# breckenridge hidden spots



## linvillegorge (Jul 6, 2009)




----------



## zk0ot (Nov 9, 2009)

No one's going to give up hidden spots. Plus with the way it's going everywhere is great. I was out there 3 weeks ago in knee deeps.


----------



## Alkasquawlik (Jul 13, 2010)

zk0ot said:


> No one's going to give up hidden spots.



This.
Seriously?


----------



## eli783 (Oct 24, 2012)

Lol with two posts u dare to ask about hidden spots. Ur best bet would just to hook up some locals that seem inviting and ask. Ur never gonna get an answer on a forum


----------



## zk0ot (Nov 9, 2009)

Alkasquawlik said:


> This.
> Seriously?


Your expecting everyone to give spots? 



My recommendation. (Which is no secret) get to 6 chair early and catch opening chairs. All those runs are great if you get them early


----------



## Alkasquawlik (Jul 13, 2010)

zk0ot said:


> Your expecting everyone to give spots?


I'm not. OP is. Here's your sign.


----------



## zk0ot (Nov 9, 2009)

Sorry been there a few times. No secret spots to divulge.


----------



## CassMT (Mar 14, 2013)

look on google earth, there are no hidden spots from the all seeing eye


----------



## baldylox (Dec 27, 2007)

It's really not difficult to find the snow at any resort with a trail map, a basic understanding of human nature and an exploratory spirit. A topo usually helps as well. North facing aspects get the least sun and will generally have the best quality snow longer after a storm.


----------



## poutanen (Dec 22, 2011)

eli783 said:


> Lol with two posts u dare to ask about hidden spots. Ur best bet would just to hook up some locals that seem inviting and ask. Ur never gonna get an answer on a forum


Fuck that, I don't even talk about my hidden stashes in the lift line. If I did they wouldn't be hidden!!! 

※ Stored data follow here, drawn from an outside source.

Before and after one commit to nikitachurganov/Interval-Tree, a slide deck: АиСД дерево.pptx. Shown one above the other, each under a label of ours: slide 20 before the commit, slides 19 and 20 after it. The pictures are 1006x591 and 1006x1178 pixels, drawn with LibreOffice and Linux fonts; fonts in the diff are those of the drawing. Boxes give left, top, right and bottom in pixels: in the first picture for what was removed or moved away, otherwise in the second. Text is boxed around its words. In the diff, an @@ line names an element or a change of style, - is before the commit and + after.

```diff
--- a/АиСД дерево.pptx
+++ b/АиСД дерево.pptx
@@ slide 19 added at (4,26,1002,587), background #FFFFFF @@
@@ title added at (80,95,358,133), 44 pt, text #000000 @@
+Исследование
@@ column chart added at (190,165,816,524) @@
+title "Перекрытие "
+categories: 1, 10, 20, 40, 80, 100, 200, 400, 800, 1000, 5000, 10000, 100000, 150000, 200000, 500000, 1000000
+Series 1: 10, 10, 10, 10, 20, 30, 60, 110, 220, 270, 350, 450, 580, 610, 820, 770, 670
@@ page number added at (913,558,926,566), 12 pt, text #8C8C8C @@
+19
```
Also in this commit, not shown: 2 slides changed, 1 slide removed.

The only way I'll show somebody the spots is if they come ride with me.


----------



## BurtonAvenger (Aug 14, 2007)

OK man you want some secret goods? I'll blow it out for you like your moms vagina after she gave birth to your fetus. 

Go up the Colorado Chair on Peak 8. Look for a run called 4 o'clock. That shit is always fresh and ripable. Dodge into the trees on lower 4 o'clock like the maintenance shed. Best shit EVER!

Oh you want another secret spot? Yeah Peak 6. Peak 6 is the fucking tits, no one goes there. 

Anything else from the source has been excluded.